CS8080- INFORMATION RETRIEVAL TECHNIQUES
Syllabus 2017 Regulation
OBJECTIVES:
· To understand the basics of Information Retrieval.
· To understand machine learning techniques for text classification and clustering.
· To understand various search engine system operations.
· To learn different techniques of recommender system.
UNIT I INTRODUCTION 9
Information Retrieval – Early Developments – The IR Problem – The Users Task – Information versus Data Retrieval – The IR System – The Software Architecture of the IR System – The Retrieval and Ranking Processes – The Web – The e-Publishing Era – How the web changed Search – Practical Issues on the Web – How People Search – Search Interfaces Today – Visualization in Search Interfaces.

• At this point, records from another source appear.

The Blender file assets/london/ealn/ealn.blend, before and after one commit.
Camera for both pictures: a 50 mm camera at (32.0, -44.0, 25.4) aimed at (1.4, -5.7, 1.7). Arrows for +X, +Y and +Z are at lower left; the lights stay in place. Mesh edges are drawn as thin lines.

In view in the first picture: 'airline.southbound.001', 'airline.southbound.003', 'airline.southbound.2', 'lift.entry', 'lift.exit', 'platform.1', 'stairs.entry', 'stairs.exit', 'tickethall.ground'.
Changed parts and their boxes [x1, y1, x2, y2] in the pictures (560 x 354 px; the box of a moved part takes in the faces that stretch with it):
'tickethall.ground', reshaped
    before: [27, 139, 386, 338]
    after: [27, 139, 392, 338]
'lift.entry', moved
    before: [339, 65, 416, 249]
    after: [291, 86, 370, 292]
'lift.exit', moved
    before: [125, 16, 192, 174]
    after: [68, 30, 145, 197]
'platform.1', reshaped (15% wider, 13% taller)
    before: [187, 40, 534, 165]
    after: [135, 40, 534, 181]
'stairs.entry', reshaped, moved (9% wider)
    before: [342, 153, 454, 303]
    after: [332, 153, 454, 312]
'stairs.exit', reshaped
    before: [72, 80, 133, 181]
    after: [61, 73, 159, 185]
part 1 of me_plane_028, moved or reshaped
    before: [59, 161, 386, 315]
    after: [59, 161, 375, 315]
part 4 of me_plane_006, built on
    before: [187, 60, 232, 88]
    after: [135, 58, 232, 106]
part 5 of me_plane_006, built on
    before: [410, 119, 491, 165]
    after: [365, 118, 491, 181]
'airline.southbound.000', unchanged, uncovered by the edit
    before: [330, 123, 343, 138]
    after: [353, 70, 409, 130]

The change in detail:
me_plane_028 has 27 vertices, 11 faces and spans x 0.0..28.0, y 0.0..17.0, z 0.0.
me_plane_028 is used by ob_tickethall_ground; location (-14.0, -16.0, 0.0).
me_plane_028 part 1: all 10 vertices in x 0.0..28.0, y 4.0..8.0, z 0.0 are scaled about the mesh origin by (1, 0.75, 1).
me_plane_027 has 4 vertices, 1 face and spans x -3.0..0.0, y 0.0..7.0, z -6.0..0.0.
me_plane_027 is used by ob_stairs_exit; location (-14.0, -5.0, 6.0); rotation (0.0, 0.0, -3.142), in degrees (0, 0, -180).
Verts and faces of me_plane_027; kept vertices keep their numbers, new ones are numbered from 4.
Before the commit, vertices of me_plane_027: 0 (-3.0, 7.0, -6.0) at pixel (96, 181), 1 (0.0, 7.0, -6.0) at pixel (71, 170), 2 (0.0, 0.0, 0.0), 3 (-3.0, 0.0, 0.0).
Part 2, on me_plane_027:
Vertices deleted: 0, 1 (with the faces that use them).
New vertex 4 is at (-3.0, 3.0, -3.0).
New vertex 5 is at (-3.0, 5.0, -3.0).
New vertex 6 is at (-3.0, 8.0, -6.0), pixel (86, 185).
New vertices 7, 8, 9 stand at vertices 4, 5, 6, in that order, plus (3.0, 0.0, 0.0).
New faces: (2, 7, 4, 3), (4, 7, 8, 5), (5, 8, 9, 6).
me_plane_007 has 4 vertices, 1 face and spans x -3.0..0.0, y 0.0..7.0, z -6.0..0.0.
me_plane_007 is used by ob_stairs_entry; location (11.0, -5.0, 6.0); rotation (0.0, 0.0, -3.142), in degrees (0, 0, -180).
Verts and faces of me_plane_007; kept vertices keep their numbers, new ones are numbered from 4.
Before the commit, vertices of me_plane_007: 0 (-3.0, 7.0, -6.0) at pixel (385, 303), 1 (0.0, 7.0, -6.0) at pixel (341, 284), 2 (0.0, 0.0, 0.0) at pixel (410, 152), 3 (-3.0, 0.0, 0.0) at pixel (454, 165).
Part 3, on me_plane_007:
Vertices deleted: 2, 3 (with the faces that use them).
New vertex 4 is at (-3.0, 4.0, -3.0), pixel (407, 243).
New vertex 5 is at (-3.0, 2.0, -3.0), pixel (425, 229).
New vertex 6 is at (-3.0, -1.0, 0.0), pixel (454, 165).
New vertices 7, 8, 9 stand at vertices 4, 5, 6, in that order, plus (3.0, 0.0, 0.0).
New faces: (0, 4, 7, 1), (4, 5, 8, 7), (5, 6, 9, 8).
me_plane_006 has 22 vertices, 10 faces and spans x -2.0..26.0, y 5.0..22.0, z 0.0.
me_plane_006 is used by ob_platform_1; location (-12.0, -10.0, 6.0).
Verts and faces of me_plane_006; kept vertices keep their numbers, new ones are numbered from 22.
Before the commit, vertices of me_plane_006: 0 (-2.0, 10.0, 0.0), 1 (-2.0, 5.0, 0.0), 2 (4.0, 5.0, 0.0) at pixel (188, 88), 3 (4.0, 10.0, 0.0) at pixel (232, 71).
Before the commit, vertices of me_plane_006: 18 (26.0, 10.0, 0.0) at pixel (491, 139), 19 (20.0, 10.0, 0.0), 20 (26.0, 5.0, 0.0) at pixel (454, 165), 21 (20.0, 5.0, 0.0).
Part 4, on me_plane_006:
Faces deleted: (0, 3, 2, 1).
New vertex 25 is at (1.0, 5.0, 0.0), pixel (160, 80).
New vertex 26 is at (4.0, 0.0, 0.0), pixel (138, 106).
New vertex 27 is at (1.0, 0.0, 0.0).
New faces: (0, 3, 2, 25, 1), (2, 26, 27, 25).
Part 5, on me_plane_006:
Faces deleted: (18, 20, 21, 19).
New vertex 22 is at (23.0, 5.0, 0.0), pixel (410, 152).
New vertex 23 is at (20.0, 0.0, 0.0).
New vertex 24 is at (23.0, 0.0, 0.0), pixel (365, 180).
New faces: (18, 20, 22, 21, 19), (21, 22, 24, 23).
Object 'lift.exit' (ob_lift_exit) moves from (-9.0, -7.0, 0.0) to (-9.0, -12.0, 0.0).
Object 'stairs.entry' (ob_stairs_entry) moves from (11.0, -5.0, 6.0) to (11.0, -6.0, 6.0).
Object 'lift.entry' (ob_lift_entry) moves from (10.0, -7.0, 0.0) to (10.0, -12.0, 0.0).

UNIT II MODELING AND RETRIEVAL EVALUATION 9
Basic IR Models – Boolean Model – TF-IDF (Term Frequency/Inverse Document Frequency) Weighting – Vector Model – Probabilistic Model – Latent Semantic Indexing Model – Neural Network Model – Retrieval Evaluation – Retrieval Metrics – Precision and Recall – Reference Collection – User-based Evaluation – Relevance Feedback and Query Expansion – Explicit Relevance Feedback.

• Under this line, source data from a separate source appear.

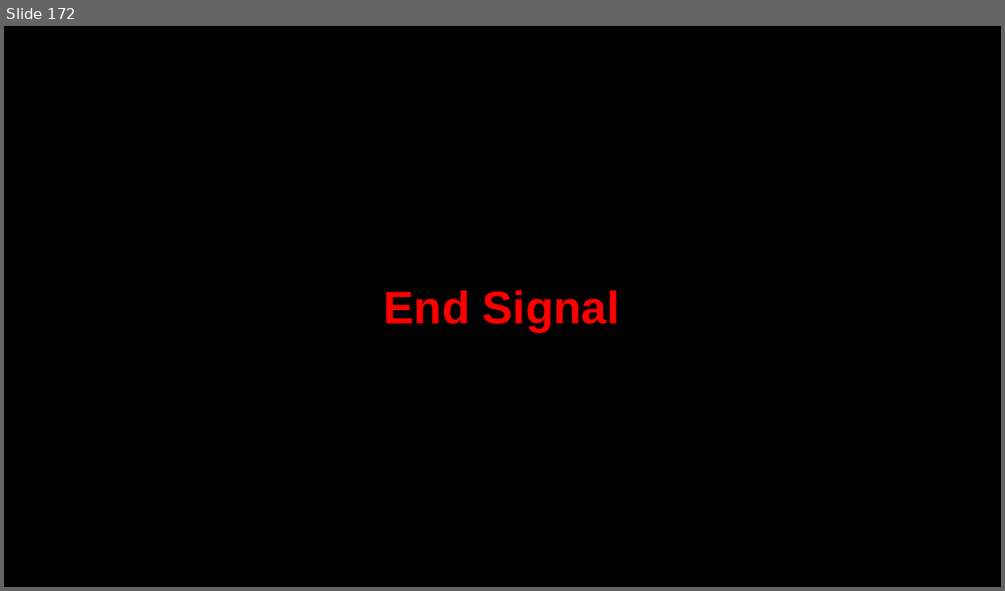
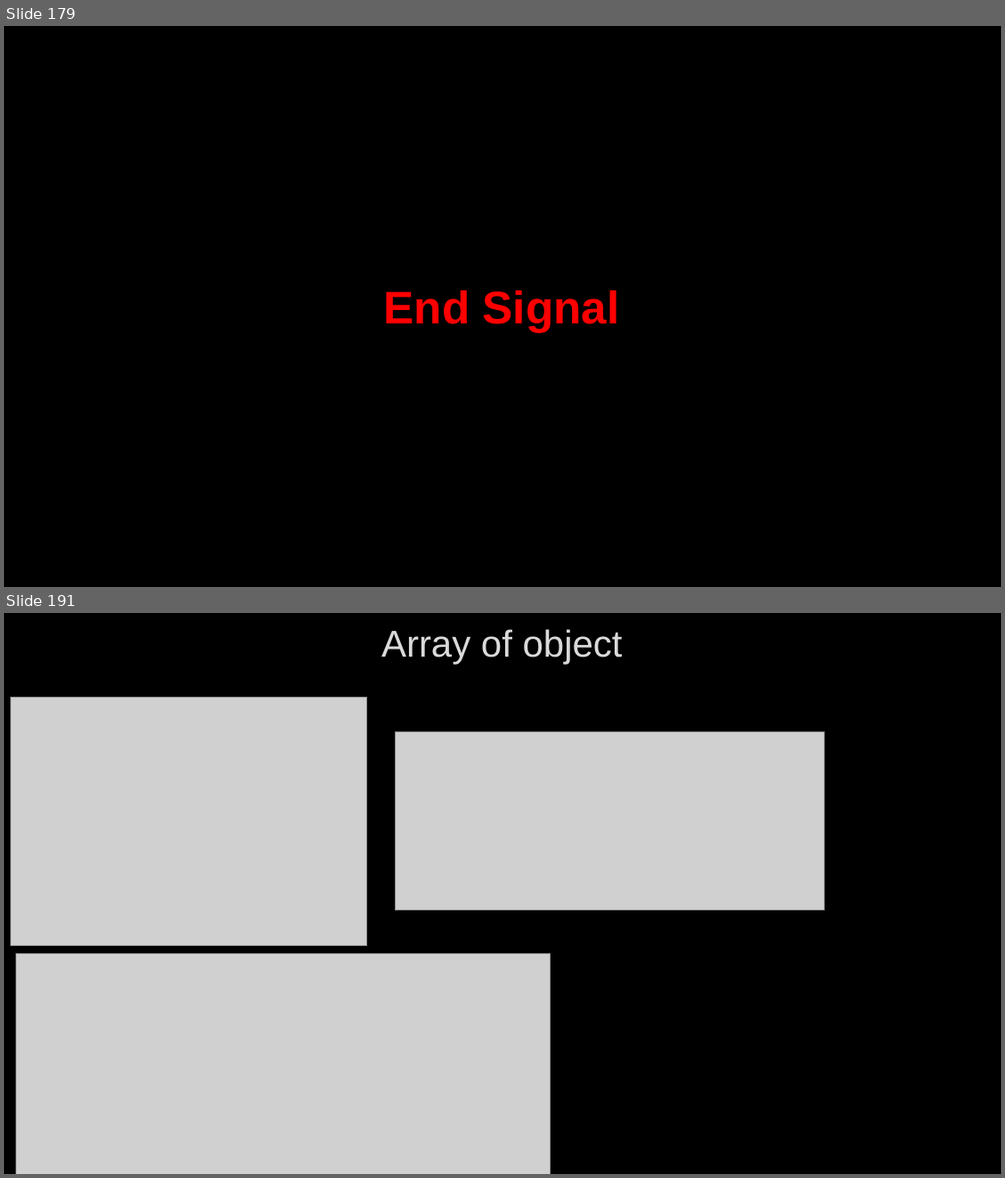
Before and after one commit to AhmedMohamedSamir1/Summary, a slide deck: Angular & type script/Angular.pptx. Shown one above the other, each under a label of ours: slide 172 before the commit, slides 179 and 191 after it; the slides between them are not shown. The pictures are 1005x591 and 1005x1178 pixels, drawn with LibreOffice and Linux fonts; fonts in the diff are those of the drawing; grey boxes stand for pictures; background and template pictures are left out. Boxes give left, top, right and bottom in pixels: in the first picture for what was removed or moved away, otherwise in the second. Text is boxed around its words. In the diff, an @@ line names an element or a change of style, - is before the commit and + after.

```diff
--- a/Angular & type script/Angular.pptx
+++ b/Angular & type script/Angular.pptx
@@ slide 191 added at (4,613,1001,1174), background picture (left out) @@
@@ title added at (381,629,623,665), 36 pt, text #DADADA @@
+Array of object
@@ picture added at (11,697,367,945) @@
@@ picture added at (396,732,825,910) @@
@@ picture added at (16,953,550,1174) @@
@@ what was slide 172 is now slide 179 @@
```
Also in this commit, not shown: 7 slides changed, 24 other slides added, 7 other files.

UNIT III TEXT CLASSIFICATION AND CLUSTERING 9
A Characterization of Text Classification – Unsupervised Algorithms: Clustering – Naïve Text Classification – Supervised Algorithms – Decision Tree – k-NN Classifier – SVM Classifier – Feature Selection or Dimensionality Reduction – Evaluation metrics – Accuracy and Error – Organizing the classes – Indexing and Searching – Inverted Indexes – Sequential Searching – Multi-dimensional Indexing.
UNIT IV WEB RETRIEVAL AND WEB CRAWLING 9
The Web – Search Engine Architectures – Cluster based Architecture – Distributed Architectures – Search Engine Ranking – Link based Ranking – Simple Ranking Functions – Learning to Rank – Evaluations — Search Engine Ranking – Search Engine User Interaction – Browsing – Applications of a Web Crawler – Taxonomy – Architecture and Implementation – Scheduling Algorithms – Evaluation.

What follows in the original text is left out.